The undersigned hereby grants to each such attorney-in-fact full power and
authority to do and perform any and every act and thing whatsoever requisite,
necessary, or proper to be done in the exercise of any of the rights and powers
herein granted, as fully to all intents and purposes as the undersigned might or
could do if personally present, with full power of substitution or revocation,
hereby ratifying and confirming all that such attorney-in-fact, or such
attorney-in-fact's substitute or substitutes, shall lawfully do or cause to be
done by virtue of this power of attorney and the rights and powers herein
granted.
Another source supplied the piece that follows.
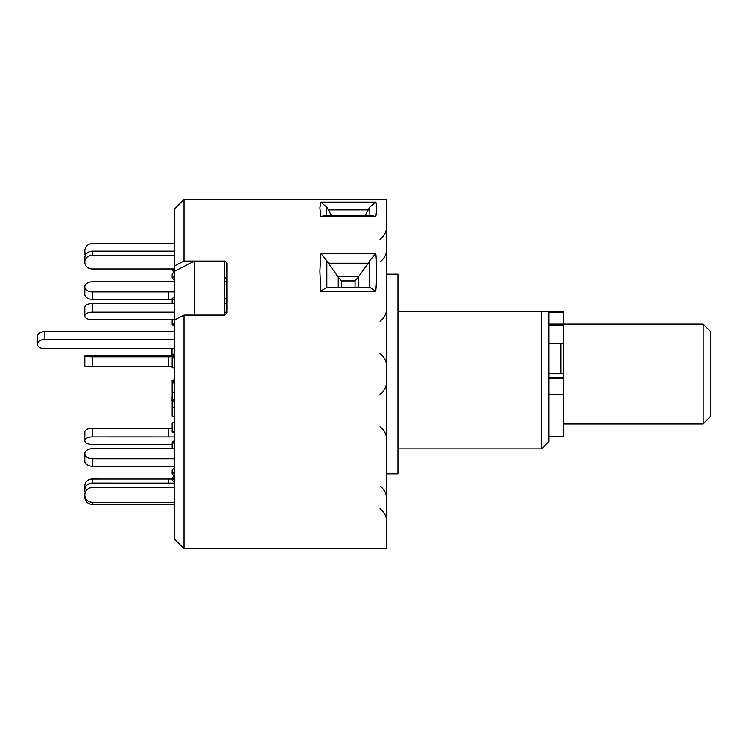 <?xml version="1.0" encoding="UTF-8"?>
<svg xmlns="http://www.w3.org/2000/svg" width="748" height="748" viewBox="0 0 748 748"><rect width="100%" height="100%" fill="white"/><g stroke="black" fill="none" stroke-linecap="round" stroke-linejoin="round"><path stroke-width="1.12" d="M703.111 324.099L710.6 331.579L710.6 416.421L703.111 423.901L703.111 324.099L563.384 324.099M397.955 448.856L541.43 448.856L548.91 441.367L548.91 311.617L541.43 311.617L563.384 311.617L563.384 436.383L548.91 436.383M560.888 373.757L560.888 343.715M386.725 274.189L397.955 274.189L397.955 473.811L386.725 473.811M320.752 253.329L375.795 253.329C376.955 264.717 376.955 277.34 375.795 291.196L320.752 291.196L319.882 271.337L320.752 253.329L326.829 260.762L326.829 287.26L320.752 291.196M320.752 202.156L375.795 202.156C376.955 204.98 376.955 209.795 375.795 216.611L372.831 215.873L323.725 215.873L320.752 216.611L319.882 207.888L320.752 202.156L326.829 207.149L326.652 215.873M227.037 266.802L227.037 312.701L224.54 315.086L194.592 315.086L194.592 261.061L174.639 271.225L174.639 208.711L184.008 199.333L386.725 199.333L386.725 548.667L184.008 548.667L184.008 315.086L174.639 319.854L174.639 539.289L184.008 548.667M184.008 199.333L184.008 261.061L224.54 261.061L227.037 263.006L227.037 312.701M194.592 261.061L224.54 261.061L224.54 315.086L184.008 315.086M174.639 265.83L184.008 261.061M375.795 202.156L369.718 207.149L364.94 215.873M369.905 215.873L369.718 207.149M331.616 215.873L326.829 207.149M338.255 287.26L338.255 277.218L341.49 280.939L341.49 287.26M355.057 287.26L355.057 280.939L358.301 277.218L358.301 287.26M338.255 277.218L337.731 276.377L358.825 276.377L358.301 277.218M375.795 253.329L369.718 260.762L369.718 287.26L375.795 291.196M326.829 287.26L369.699 287.26M369.718 260.762L368.278 263.212L328.279 263.212L337.731 276.377M328.279 263.212L326.829 260.762M358.825 276.377L368.278 263.212M541.43 448.856L541.43 311.617L397.955 311.617M174.639 319.854L174.639 271.225M92.294 366.716A7.489 0.785 180 0 1 84.805 365.931L84.805 356.011A7.489 0.785 -0 0 0 92.294 356.787L92.294 366.716L172.143 366.716M174.639 356.787L92.294 356.787M174.639 368.007L172.143 367.745L172.143 357.825L174.639 358.086M172.143 357.825L174.639 357.563M172.236 355.216L92.294 355.216A7.489 0.785 -0 0 0 84.805 355.992L84.805 356.011M172.143 444.443L92.294 444.443A7.489 3.74 180 0 1 84.805 440.703L84.805 431.998A7.489 3.74 -0 0 1 92.294 428.258L92.294 436.897A7.489 3.74 180 0 0 84.805 440.637M174.639 436.907L92.294 436.897M172.143 428.258L92.294 428.258M174.639 433.214L172.143 431.97L172.143 423.321L174.639 422.078M172.143 431.97L174.639 430.726M174.639 483.068L92.294 483.058A7.489 6.835 180 0 0 84.805 489.893L84.805 490.005A7.489 6.835 180 0 0 85.263 492.352M84.805 489.893L84.805 485.835A7.489 6.835 -0 0 1 92.294 478.991L92.294 483.058M172.143 479L92.294 478.991M174.181 475.915L172.143 474.045L172.143 469.987L174.639 467.706M172.143 474.045L174.639 471.773M174.639 487.565L92.294 487.556A7.489 7.321 0 0 0 84.805 494.877L84.805 497.074L84.805 494.877M174.639 482.432L172.143 479.982L172.143 477.907L174.639 475.476M174.639 480.356L172.143 477.907M84.805 494.998A7.489 7.321 0 0 0 92.294 502.319L92.294 504.395A7.489 7.321 180 0 1 84.805 497.074M174.639 502.319L92.294 502.319M174.639 504.395L92.294 504.395M174.639 466.2L92.294 466.2A7.489 5.012 180 0 1 84.805 461.189L84.805 453.774A7.489 5.012 0 0 0 92.294 458.776L92.294 466.2M174.639 458.776L92.294 458.776M174.639 448.688L92.294 448.678A7.489 5.012 0 0 0 84.805 453.69L84.805 461.189M172.143 448.688L172.143 442.087L174.639 440.413M174.639 443.751L172.143 442.087M174.639 382.864L172.143 382.864L172.143 380.255L174.639 379.993M174.639 380.517L172.143 380.255M172.143 382.864L172.143 392.784L174.639 392.784M172.143 381.284L174.639 381.284M227.037 312.197L224.54 312.197M174.639 312.197L92.294 312.197A7.489 3.74 180 0 0 84.805 315.946L84.805 307.297A7.489 3.74 -0 0 1 92.294 303.557L92.294 312.197M227.037 303.557L224.54 303.557M174.639 303.557L92.294 303.557M84.805 315.946L84.805 316.002A7.489 3.74 180 0 0 92.294 319.742L174.639 319.742M172.143 319.742L172.143 324.679L174.639 325.922M172.143 324.679L174.639 323.426M174.639 255.218L92.294 255.218A7.489 6.835 180 0 0 84.805 262.052L84.805 257.995A7.489 6.835 -0 0 1 92.294 251.16L92.294 255.218M174.639 251.16L92.294 251.16M84.805 257.995L84.805 262.165A7.489 6.835 180 0 0 92.294 269.009L174.639 268.99M174.639 271.674L172.143 273.955L172.143 278.013L174.639 280.294M172.143 278.013L174.639 275.731M224.54 278.013L227.037 278.013M85.263 255.648A7.489 7.321 180 0 1 84.805 253.123L84.805 251.048A7.489 7.321 0 0 0 85.768 254.638M173.143 269L174.639 270.449M172.143 269L172.143 270.093L174.181 272.085M174.639 243.605L92.294 243.605A7.489 7.321 0 0 0 84.805 250.926L84.805 251.048M227.037 281.8L224.54 281.8M174.639 281.8L92.294 281.8A7.489 5.012 0 0 0 84.805 286.811L84.805 286.895A7.489 5.012 0 0 0 92.294 291.898L92.294 299.322A7.489 5.012 180 0 1 84.805 294.31L84.805 286.895M172.143 299.312L92.294 299.322M174.639 291.888L92.294 291.898M172.143 303.557L172.143 298.499L174.639 300.163M172.143 298.499L174.639 296.825M224.54 298.499L227.037 298.499M174.639 331.663L44.889 331.663L44.889 339.527L174.639 339.527M44.889 339.527A7.489 4.61 180 0 0 37.4 344.136L37.4 336.273A7.489 4.61 -0 0 1 44.889 331.663M37.4 344.136A7.489 4.61 180 0 0 44.889 348.746L174.639 348.746M174.639 353.449L172.003 355.066L174.639 356.693M172.003 348.746L172.003 355.066M172.236 392.784L172.003 400.797L174.639 402.415M174.639 399.17L172.003 400.797M172.143 400.881L172.143 416.337L174.639 416.337M172.143 407.118L174.639 407.118M563.384 377.749L548.91 377.749M563.384 312.711L548.91 312.711M563.384 325.427L548.91 325.427M563.384 324.09L548.91 324.09M563.384 394.57L548.91 394.57M563.384 378.684L548.91 378.684M375.795 216.611L320.752 216.611M368.278 209.907L328.279 209.907M355.057 280.939L341.49 280.939M168.702 366.716L168.702 356.787M168.702 436.897L168.702 428.258M168.702 483.058L168.702 478.991M168.702 299.322L168.702 291.898M703.111 423.901L563.384 423.901M563.384 373.757L548.91 373.757M563.384 343.715L548.91 343.715M380.012 261.94C384.35 258.64 386.594 254.255 386.725 248.804M380.012 321.201C384.35 317.9 386.594 313.515 386.725 308.064M380.012 426.799C384.35 430.1 386.594 434.485 386.725 439.936C386.594 434.485 384.35 430.1 380.012 426.799M380.012 486.06C384.35 489.36 386.594 493.745 386.725 499.197M380.012 508.696C384.35 511.997 386.594 516.382 386.725 521.833M380.012 239.304C384.35 236.003 386.594 231.618 386.725 226.167M380.012 394.448C384.35 391.148 386.594 386.763 386.725 381.312M380.012 353.552C384.35 356.852 386.594 361.237 386.725 366.688"/></g></svg>
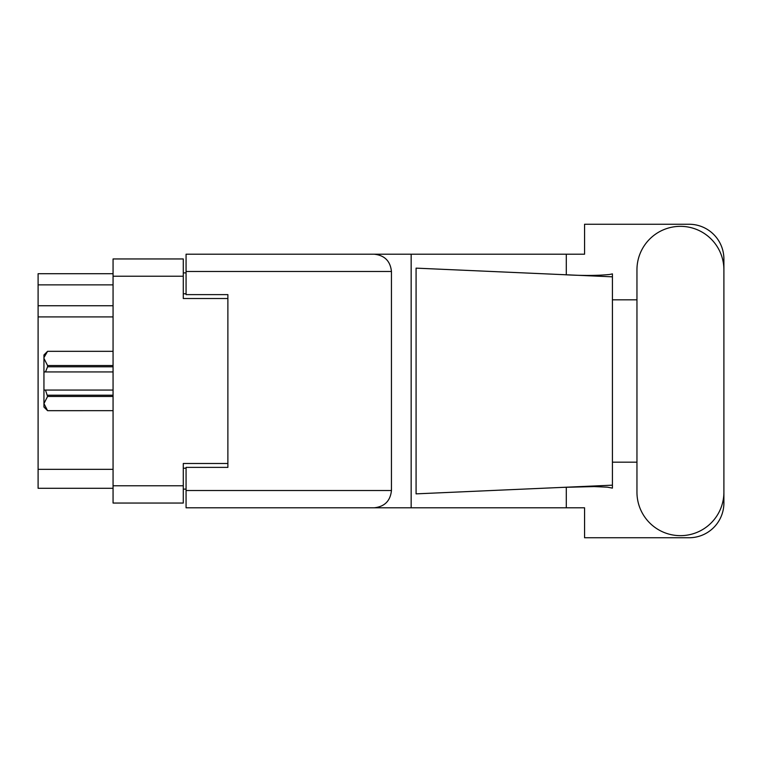 <?xml version="1.0" encoding="UTF-8"?>
<svg xmlns="http://www.w3.org/2000/svg" width="762" height="762" viewBox="0 0 762 762"><rect width="100%" height="100%" fill="white"/><g stroke="black" fill="none" stroke-linecap="round" stroke-linejoin="round"><path stroke-width="1.14" d="M227.876 467.382L227.876 463.487L183.29 463.487L183.29 503.053L113.062 503.053L113.062 258.947L183.29 258.947L183.29 298.513L227.876 298.513L227.876 294.618L227.876 467.382L186.071 467.382L186.071 490.518L391.449 490.518L391.449 271.482L186.071 271.482L186.071 254.203L584.568 254.203L584.568 224.247L689.067 224.247A34.833 34.833 0 0 1 723.9 259.08L723.9 299.828M186.071 489.118L183.29 489.118M183.29 272.882L186.071 272.882M113.062 284.864L38.1 284.864L38.1 273.71L113.062 273.71M113.062 488.29L38.1 488.29L38.1 469.335L113.062 469.335M113.062 316.906L38.1 316.906L38.1 469.335M38.1 284.864L38.1 305.762L113.062 305.762M38.1 316.906L38.1 305.762M636.956 492.185A43.472 43.472 0 0 0 680.428 535.657A43.472 43.472 0 0 0 723.9 492.185L723.9 269.815A43.472 43.472 0 0 0 680.428 226.343A43.472 43.472 0 0 0 636.956 269.815L636.956 492.185M391.449 490.518C390.354 500.939 384.591 506.692 374.171 507.797L584.568 507.797L584.568 537.753L689.067 537.753A34.833 34.833 0 0 0 723.9 502.92L723.9 462.172M636.956 462.172L612.429 462.172L612.429 296.285L612.429 299.828L636.956 299.828M612.429 488.109L607.39 487.175L594.255 486.575L562.937 487.366L416.081 493.862L416.081 268.138L612.429 276.825L612.429 488.109M566.29 507.797L566.29 487.223M566.29 274.777L566.29 254.203M374.171 507.797L186.071 507.797L411.156 507.797L411.156 254.203L186.071 254.203M612.429 276.825L612.429 273.891L609.705 274.463C597.57 275.701 581.987 275.758 562.937 274.634M227.876 294.618L186.071 294.618L186.071 271.482M186.071 507.797L186.071 490.518M374.171 254.203C384.591 255.308 390.354 261.061 391.449 271.482M612.429 485.175L562.937 487.366M113.062 396.459L47.577 396.459L45.482 390.058L113.062 390.058M47.577 395.211L113.062 395.211M113.062 366.789L47.577 366.789L45.482 371.942L43.948 371.942L43.948 358.435L47.577 365.541L113.062 365.541M47.577 366.789L47.577 365.541M45.482 390.058L43.948 390.058L43.948 403.565L47.577 410.68L113.062 410.67L47.577 410.68L43.948 407.051L43.948 403.565L47.577 396.459M43.948 358.435L43.948 354.949L47.577 351.32L113.062 351.32L47.577 351.32L44.025 357.445M43.948 371.942L43.948 390.058M113.062 371.942L45.482 371.942M113.062 485.775L183.29 485.775M183.29 276.225L113.062 276.225M183.29 468.22L186.071 468.22M186.071 293.78L183.29 293.78"/></g></svg>

The undersigned acknowledges that the foregoing attorneys-in-fact, in
serving in such capacity at the request of the undersigned, are not assuming,
nor is the Company assuming, any of the undersigned's responsibilities to comply
with Section 16 of the Securities Exchange Act of 1934.
This Power of Attorney shall remain in full force and effect until the
undersigned is no longer required to file Forms 3, 4, and 5 with respect to the
undersigned's holdings of and transactions in securities issued by the Company,
unless earlier revoked by the undersigned in a signed writing delivered to the
foregoing attorneys-in-fact.
IN WITNESS WHEREOF, the undersigned has caused this Power of Attorney to be
executed as of this 10th day of March, 2016.